Carlos Alberto de Assis Viegas
tenho pés e mãos
sujos de manga madura -
infância distante
Estamos acompanhando uma grande procura por templos budistas.
Muitos o fazem com o objetivo de aliviar sofrimentos decorrentes de transtornos
físicos ou mentais (medicalização
do budismo). Outros, para se livrar do que não gostam em si mesmo, como a
vulnerabilidade emocional, culpas e inseguranças, com a fantasia de que tudo
vai se transformar segundo seus desejos (materialismo
espiritual). Há ainda os que buscam verdades existenciais para lidar melhor
com o envelhecimento, a doença e a morte e também há muitos jovens que buscam
um caminho para a autorrealização e orientação para compreender as incertezas
da vida. Afinal, estamos
vivendo tempos conturbados por guerras, violência, racismo, ódio,
discriminação, problemas ambientais e socioeconômicos, além das doenças que nos
acometem.
No que se refere a doenças, sabemos que nosso sistema imunológico
consegue controlar boa parte dos desarranjos fisiológicos. Em relação às
doenças crônico-degenerativas, que constituem a principal causa de morte, elas
podem ser controladas com atenção médica associada a hábitos de vida saudáveis.
A verdade é que todos estamos sujeitos a sofrimentos, sejam físicos, psíquicos
e/ou sociais, e um dia, fatalmente encerraremos essa jornada.
Sabemos que a meditação, orações, mentalização, atenção plena,
etc., feitas por um enfermo ou por seus entes queridos, melhoram as condições
evolutivas dos pacientes.

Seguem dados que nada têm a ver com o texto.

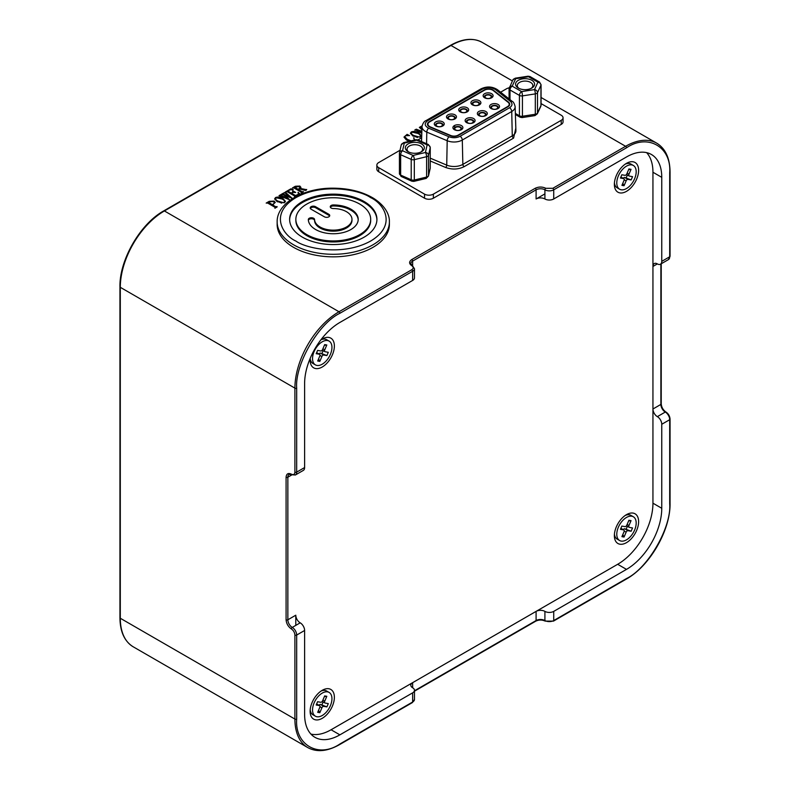 <?xml version="1.0" encoding="UTF-8"?>
<svg xmlns="http://www.w3.org/2000/svg" width="790" height="790" viewBox="0 0 790 790"><rect width="100%" height="100%" fill="white"/><g stroke="black" fill="none" stroke-linecap="round" stroke-linejoin="round"><path stroke-width="1.19" d="M625.206 515.465A13.716 7.92 -60 0 1 630.924 515.366L633.343 516.769A13.716 7.92 -60 0 1 633.343 532.608A13.716 7.92 -60 0 1 619.627 540.528A13.716 7.92 -60 0 1 616.783 534.247A13.716 7.92 -60 0 1 622.777 520.442A13.716 7.92 -60 0 1 633.343 516.769M619.627 540.528L617.207 539.136A13.716 7.92 -60 0 1 614.432 534.129M631.141 531.236L627.961 530.673A1.866 1.076 120 0 0 626.134 532.174L624.061 537.042L621.918 536.657L623.991 531.798A1.866 1.076 120 0 0 623.824 529.981A1.866 1.076 120 0 0 623.606 529.902L620.436 529.34L621.839 526.061L625.009 526.624A1.866 1.076 120 0 0 626.835 525.123L628.909 520.264L631.052 520.64L628.978 525.508A1.866 1.076 120 0 0 629.156 527.315A1.866 1.076 120 0 0 629.363 527.394L632.543 527.957L631.141 531.236L624.663 528.767A1.866 1.076 120 0 0 623.201 529.616M627.398 526.308L626.233 529.043M631.052 520.64L628.623 520.946M624.061 537.042L622.796 534.603M428.506 175.637A3.121 2.528 12.8 0 1 428.457 176.091L430.185 168.458A3.121 2.528 -167.2 0 0 430.234 168.003L428.506 175.637L428.506 155.265L430.234 147.641A3.121 2.528 -167.2 0 0 427.143 144.866A3.121 1.55 -66.1 0 1 428.407 144.56L417.831 139.879A3.121 1.55 113.9 0 0 416.567 140.186A3.121 0.978 -103.5 0 0 415.846 139.702L403.542 142.654A3.121 0.978 76.5 0 1 404.263 143.138A3.121 2.528 -167.2 0 0 401.221 144.995L399.503 152.618A3.121 2.528 12.8 0 1 402.545 150.762A3.121 1.55 113.9 0 0 400.649 154.731L411.215 159.412A3.121 1.55 -66.1 0 1 413.111 155.433A3.121 0.978 76.5 0 1 414.316 159.649L426.61 156.697L426.61 177.059L414.316 180.011A3.121 0.978 76.5 0 1 413.841 181.384L426.146 178.431A3.121 0.978 -103.5 0 0 426.61 177.059A3.121 1.797 0 0 0 428.506 175.637M411.857 181.196A3.121 1.55 -66.1 0 1 411.215 179.774L400.649 175.103A3.121 1.55 113.9 0 0 401.281 176.525L411.857 181.196L413.841 181.384M399.444 153.072A3.121 2.528 12.8 0 1 399.503 152.618L399.424 153.309A3.121 1.797 180 0 1 399.444 153.072M425.415 152.49A3.121 2.528 12.8 0 1 428.506 155.265A3.121 1.797 180 0 1 426.61 156.697A3.121 0.978 -103.5 0 0 425.415 152.49L413.111 155.433L402.545 150.762L404.263 143.138L416.567 140.186L427.143 144.866L425.415 152.49M408.114 151.69L408.114 151.69A9.51 5.49 180 0 1 408.114 143.928A9.51 5.49 180 0 1 421.564 143.928A9.51 5.49 180 0 1 421.564 151.69A9.51 5.49 180 0 1 408.114 151.69M420.902 152.045A7.791 4.503 0 0 0 422.64 149.211A7.791 4.503 0 0 0 414.839 144.708A7.791 4.503 0 0 0 407.048 149.211A7.791 4.503 0 0 0 408.786 152.045M534.968 115.597A3.121 0.662 -98.8 0 0 535.304 114.254L522.437 116.249A3.121 0.662 81.2 0 1 522.101 117.592L534.968 115.597L537.319 113.829L540.765 106.403A3.121 2.459 -155.1 0 0 540.952 105.554L537.506 112.99A3.121 2.459 24.9 0 1 537.319 113.829M509.195 88.243A3.121 2.459 24.9 0 1 509.382 87.394A3.121 2.459 24.9 0 1 512.206 86.159L515.653 78.733A3.121 2.459 -155.1 0 0 512.829 79.968L515.179 78.2A3.121 0.662 81.2 0 1 515.653 78.733L528.52 76.739L537.941 82.18L534.494 89.606L521.627 91.601A3.121 0.662 81.2 0 1 522.437 95.886L535.304 93.892A3.121 0.662 -98.8 0 0 534.494 89.606A3.121 2.459 24.9 0 1 537.506 92.618L540.952 85.192A3.121 2.459 -155.1 0 0 537.941 82.18A3.121 1.797 -60 0 1 539.501 82.022L530.08 76.591A3.121 1.797 120 0 0 528.52 76.739A3.121 0.662 -98.8 0 0 528.046 76.205L530.08 76.591M518.349 88.055L518.349 88.055A9.51 5.49 180 0 1 518.349 80.284A9.51 5.49 180 0 1 531.798 80.284A9.51 5.49 180 0 1 531.798 88.055A9.51 5.49 180 0 1 518.349 88.055M531.127 88.401A7.791 4.503 0 0 0 532.865 85.567A7.791 4.503 0 0 0 525.074 81.074A7.791 4.503 0 0 0 517.282 85.567A7.791 4.503 0 0 0 519.02 88.401M492.338 108.773A3.121 1.797 180 0 1 491.42 107.499A3.121 1.797 180 0 1 494.54 105.702A3.121 1.797 180 0 1 497.661 107.499A3.121 1.797 180 0 1 495.735 109.168A3.121 1.797 180 0 1 492.338 108.773M485.919 98.019A3.121 1.797 180 0 1 485.011 96.745A3.121 1.797 180 0 1 488.121 94.948A3.121 1.797 180 0 1 491.242 96.745A3.121 1.797 180 0 1 489.316 98.404A3.121 1.797 180 0 1 485.919 98.019M473.704 105.07A3.121 1.797 180 0 1 472.795 103.796A3.121 1.797 180 0 1 475.906 101.999A3.121 1.797 180 0 1 479.026 103.796A3.121 1.797 180 0 1 477.101 105.465A3.121 1.797 180 0 1 473.704 105.07M480.123 115.824A3.121 1.797 180 0 1 479.204 114.55A3.121 1.797 180 0 1 482.325 112.753A3.121 1.797 180 0 1 485.445 114.55A3.121 1.797 180 0 1 483.519 116.219A3.121 1.797 180 0 1 480.123 115.824M461.488 112.121A3.121 1.797 180 0 1 460.58 110.847A3.121 1.797 180 0 1 463.7 109.05A3.121 1.797 180 0 1 466.811 110.847A3.121 1.797 180 0 1 464.885 112.516A3.121 1.797 180 0 1 461.488 112.121M467.907 122.875A3.121 1.797 180 0 1 466.999 121.601A3.121 1.797 180 0 1 470.109 119.803A3.121 1.797 180 0 1 473.23 121.601A3.121 1.797 180 0 1 471.304 123.27A3.121 1.797 180 0 1 467.907 122.875M449.283 119.172A3.121 1.797 180 0 1 448.365 117.898A3.121 1.797 180 0 1 451.485 116.1A3.121 1.797 180 0 1 454.606 117.898A3.121 1.797 180 0 1 452.68 119.567A3.121 1.797 180 0 1 449.283 119.172M455.692 129.925A3.121 1.797 180 0 1 454.783 128.651A3.121 1.797 180 0 1 457.894 126.854A3.121 1.797 180 0 1 461.014 128.651A3.121 1.797 180 0 1 459.089 130.32A3.121 1.797 180 0 1 455.692 129.925M437.068 126.222A3.121 1.797 180 0 1 436.149 124.948A3.121 1.797 180 0 1 439.27 123.151A3.121 1.797 180 0 1 442.39 124.948A3.121 1.797 180 0 1 440.465 126.617A3.121 1.797 180 0 1 437.068 126.222M497.562 108.773A3.743 2.163 -0 0 0 496.969 105.86A3.743 2.163 -0 0 0 491.894 105.978A3.743 2.163 -0 0 0 491.518 108.773M491.143 98.019A3.743 2.163 0 0 0 490.63 95.146A3.743 2.163 0 0 0 485.623 95.146A3.743 2.163 0 0 0 485.1 98.019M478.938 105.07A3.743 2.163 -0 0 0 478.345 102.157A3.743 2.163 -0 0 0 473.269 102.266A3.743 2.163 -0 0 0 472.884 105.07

Parece que os enfermos, com algum foco na
espiritualidade, aprendem a lidar com o sofrimento e passam a aceitar melhor as
perdas, encontrando um alento para o desfecho do seu caso.
Os profissionais de saúde, por sua vez, quando adotam práticas
espirituais, passam a olhar aquele que padece, não como um doente, mas como um
ser humano que necessita de cuidados. Também aprendem que, para aliviar a dor
do outro, é necessário abraçar essa dor com aconchego e sofrer junto. Isso é muito importante e
aprofunda o acolhimento, mas essas práticas isoladamente não são budismo.
O budismo propõe uma compreensão das causas do nosso sofrimento e
apresenta a possibilidade de sua transformação. Assim é que o Buda
frequentemente é referido como médico, que, com seus ensinamentos, pode nos
ajudar a controlar nossos distúrbios causados pelo apego, raiva e ignorância.
E, como já foi dito, “se você quer curar seu corpo físico, não procure o
budismo. O budismo só cura os males da sua mente: ignorância, cólera e desejos
desenfreados”.
Entendo que o budismo deve ser procurado para vivenciar novas
experiências e expandir nossa capacidade mental, dirigida a um profundo
entendimento da realidade tal como ela é, e que deverá ser abraçada com
consciência plena. Só assim o budismo pode nos ajudar a reconhecer, aceitar e
abordar as questões não resolvidas, nos aceitando exatamente como nós somos.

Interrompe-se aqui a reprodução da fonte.